Il n'y a pas forcément obligation de forme, mais dans l'esprit, on parle bien d'événement, de découverte, n'importe quoi tant que ça fait sourire.
Mais après tout pourquoi ne pas rajouter la consigne du "tiens j'vous ai pas dit". 
Il va sans dire que l'espoir de voir ce fil survivre est mince, le flood devrait faire son oeuvre, mais sait-on jamais?


----------



## da capo (7 Mars 2006)

Ah tiens j'vous ai pas dit, cet après-midi Nephou a effacé un de mes posts...

[La Edith de Patamach m'a conseillé de mettre un "Ah" au début /]


----------



## Patamach (7 Mars 2006)

Ah tiens j'vous ai pas dit, la dérive continentale se produit à une vitesse à peu près identique que celle de la croissance de nos ongles 

C'est bon comme ca? 

Edit: j'ai rajouté un Ah.


----------



## Anonyme (7 Mars 2006)

Ah tiens j'vous ai pas dit.. géré sur le coup de la fiche test "newbie" un an après mon inscription.


----------



## fredintosh (7 Mars 2006)

Patamach a dit:
			
		

> Ah tiens j'vous ai pas dit, la dérive continentale se produit à une vitesse à peu près identique que celle de la croissance de nos ongles
> 
> C'est bon comme ca?
> 
> Edit: j'ai rajouté un Ah.



D'où l'expression : mon ongle d'Amérique.

_heu, désolé, je sais pas si on a le droit à un petit peu de commentaires ou de réactions aux posts précédents, sans aller jusqu'au flood, ou s'il faut que chaque post reste dans le même format, ce qui risque de ressembler à un agglomérat de monologues, non ?
Dans le doute, je rajoute ma contribution :_

Tiens, je vous ai pas dit ? Ce matin... ce matin...
...un lapin... non, déjà fait...

Alors, l'autre jour, eh ben, il y a un certain temps, je démarre mon scooter en oubliant d'enlever le U de sécurité.

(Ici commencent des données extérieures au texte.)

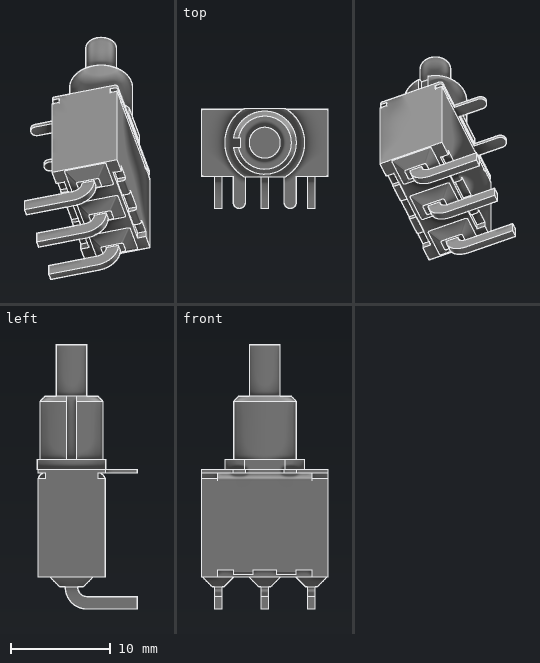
import cadquery as cq
total_height = 26.52
front_reach = 6.6

body_width = 12.7
body_front = 3.4
body_back = 3.37
body_bottom = 3.2
body_top = 13.63

plate_thickness = 0.4
plate_corner_radius = 0.27
plate_top = body_top + plate_thickness

rim_width = 9.45
rim_radius = 0.82
rim_height = 0.75
end_notch_depth = 0.75
end_notch_height = 0.53

relief_height = 0.72
relief_depth = 0.85

tab_width = 1.25
tab_spacing = 5.1

washer_diameter = 8.0
washer_flats = 6.9
washer_top = 15.0

bushing_diameter = 6.35
bushing_top = 21.35
bushing_chamfer = 0.5
keyway_width = 0.98
keyway_depth = 0.75

plunger_diameter = 3.1

lead_pitch = 4.67
lead_width = 0.77
lead_depth = 1.27
bend_inner_radius = 0.93

skirt_length = 3.13
skirt_breadth = 4.3
skirt_height = 0.98
skirt_taper = 45.0
skirt_corner_radius = 0.27

crimp_width = 1.94
crimp_spacing = 4.3
crimp_drop = 0.45
crimp_radius = 0.32
overlap = 0.27

lead_positions = (-lead_pitch, 0, lead_pitch)


def box(x_range, y_range, z_range):
    """Box between pairs of limits along each axis."""
    size = [high - low for low, high in (x_range, y_range, z_range)]
    corner = (x_range[0], y_range[0], z_range[0])
    return cq.Workplane("XY").box(*size, centered=False).translate(corner)


def centered(width):
    return (-width / 2, width / 2)


def edge_sides():
    """Y of the front and back body faces, with the direction pointing inward."""
    return ((-body_front, 1), (body_back, -1))


def inward_range(face, inward, depth):
    return sorted((face, face + inward * depth))


def make_body():
    body = box(centered(body_width), (-body_front, body_back), (body_bottom, body_top))
    notch_z = (body_top - end_notch_height, body_top)
    relief_z = (body_bottom, body_bottom + relief_height)
    for face, inward in edge_sides():
        notch_y = inward_range(face, inward, end_notch_depth)
        body = body.cut(box((-body_width / 2, -rim_width / 2), notch_y, notch_z))
        body = body.cut(box((rim_width / 2, body_width / 2), notch_y, notch_z))

        rim_start = body_top - rim_height
        corner = box(
            centered(rim_width),
            inward_range(face, inward, rim_radius),
            (rim_start, rim_start + rim_radius),
        )
        round_edge = (
            cq.Workplane("YZ")
            .center(face + inward * rim_radius, rim_start)
            .circle(rim_radius)
            .extrude(rim_width / 2, both=True)
        )
        body = body.cut(corner.cut(round_edge))

        body = body.cut(box(centered(rim_width), inward_range(face, inward, relief_depth), relief_z))
    return body


def make_plate():
    plate = box(centered(body_width), (-body_front, body_back), (body_top, plate_top))
    plate = plate.edges("|Z").fillet(plate_corner_radius)
    for x in (-tab_spacing / 2, tab_spacing / 2):
        tip_center = -front_reach + tab_width / 2
        shank = box((x - tab_width / 2, x + tab_width / 2), (tip_center, 0), (body_top, plate_top))
        tip = (
            cq.Workplane("XY", origin=(x, tip_center, body_top))
            .circle(tab_width / 2)
            .extrude(plate_thickness)
        )
        plate = plate.union(shank).union(tip)
    return plate


def cylinder(diameter, bottom, top):
    return cq.Workplane("XY").workplane(offset=bottom).circle(diameter / 2).extrude(top - bottom)


def make_washer():
    washer = cylinder(washer_diameter, plate_top, washer_top)
    flats = box(centered(washer_diameter), centered(washer_flats), (plate_top, washer_top))
    return washer.intersect(flats)


def make_bushing():
    bushing = cylinder(bushing_diameter, washer_top, bushing_top)
    bushing = bushing.faces(">Z").chamfer(bushing_chamfer)
    outer = -bushing_diameter / 2
    keyway = box((outer, outer + keyway_depth), centered(keyway_width), (washer_top, bushing_top))
    return bushing.cut(keyway)


def make_skirt(x):
    skirt = (
        cq.Workplane("XY", origin=(x, 0, body_bottom))
        .rect(skirt_length, skirt_breadth)
        .extrude(-skirt_height, taper=skirt_taper)
    )
    return skirt.edges("not(#Z)").fillet(skirt_corner_radius)


def make_lead(x):
    """Square lead that leaves the skirt downward and bends toward -Y."""
    back = lead_depth / 2
    outer_radius = bend_inner_radius + lead_depth
    bend_y = back - outer_radius
    bend_z = outer_radius
    top = body_bottom + overlap
    diagonal = 0.5 ** 0.5
    profile = (
        cq.Workplane("YZ")
        .moveTo(back, top)
        .lineTo(back, bend_z)
        .threePointArc(
            (bend_y + outer_radius * diagonal, bend_z - outer_radius * diagonal),
            (bend_y, 0),
        )
        .lineTo(-front_reach, 0)
        .lineTo(-front_reach, lead_depth)
        .lineTo(bend_y, lead_depth)
        .threePointArc(
            (bend_y + bend_inner_radius * diagonal, bend_z - bend_inner_radius * diagonal),
            (-back, bend_z),
        )
        .lineTo(-back, top)
        .close()
    )
    return profile.extrude(lead_width / 2, both=True).translate((x, 0, 0))


def make_crimp(x, face, inward):
    """Tab hanging flush with the body face and bent inward until it meets the base."""
    top = body_bottom + relief_height
    y_range = inward_range(face, inward, relief_depth + overlap)
    crimp = box((x - crimp_width / 2, x + crimp_width / 2), y_range, (top - crimp_drop, top))
    outer_side = "<Y" if inward > 0 else ">Y"
    return crimp.faces(outer_side).edges("<Z").fillet(crimp_radius)


result = make_body().union(make_plate()).union(make_washer()).union(make_bushing())
result = result.union(cylinder(plunger_diameter, bushing_top - overlap, total_height))
for lead_x in lead_positions:
    result = result.union(make_skirt(lead_x)).union(make_lead(lead_x))
for crimp_x in (-crimp_spacing / 2, crimp_spacing / 2):
    for face_y, inward_sign in edge_sides():
        result = result.union(make_crimp(crimp_x, face_y, inward_sign))

Grand moment de solitude, difficile de garder sa dignité ensuite, et encore plus dur de décoincer le U de la roue.

_Pas mieux, désolé._


----------



## La mouette (7 Mars 2006)

Ah tiens j'vous ai pas dit...

-Que je cherche un bon livre sur le sujet " comment utiliser un iPod sous Windows"
-Que j'ai mangé dans la rue avec un pigeon qui sautillait en rond devant moi ...en attendant les miettes ...( il lui manquait un patte)
-Que j'ai les boules.
-Que l'idée du fil est bonne mais que le risque de flood ( selon la célèbre échelle du professeur floodory graduée du 0 à 8 ) est de 7.4/8 avec ce genre de fil...

-Que je vous laisse...@+


----------



## Amok (7 Mars 2006)

La mouette a dit:
			
		

> Ah tiens j'vous ai pas dit...
> 
> -Que l'idée du fil est bonne mais que le risque de flood ( selon la célèbre échelle du professeur floodory graduée du 0 à 8 ) est de 7.4/8 avec ce genre de fil...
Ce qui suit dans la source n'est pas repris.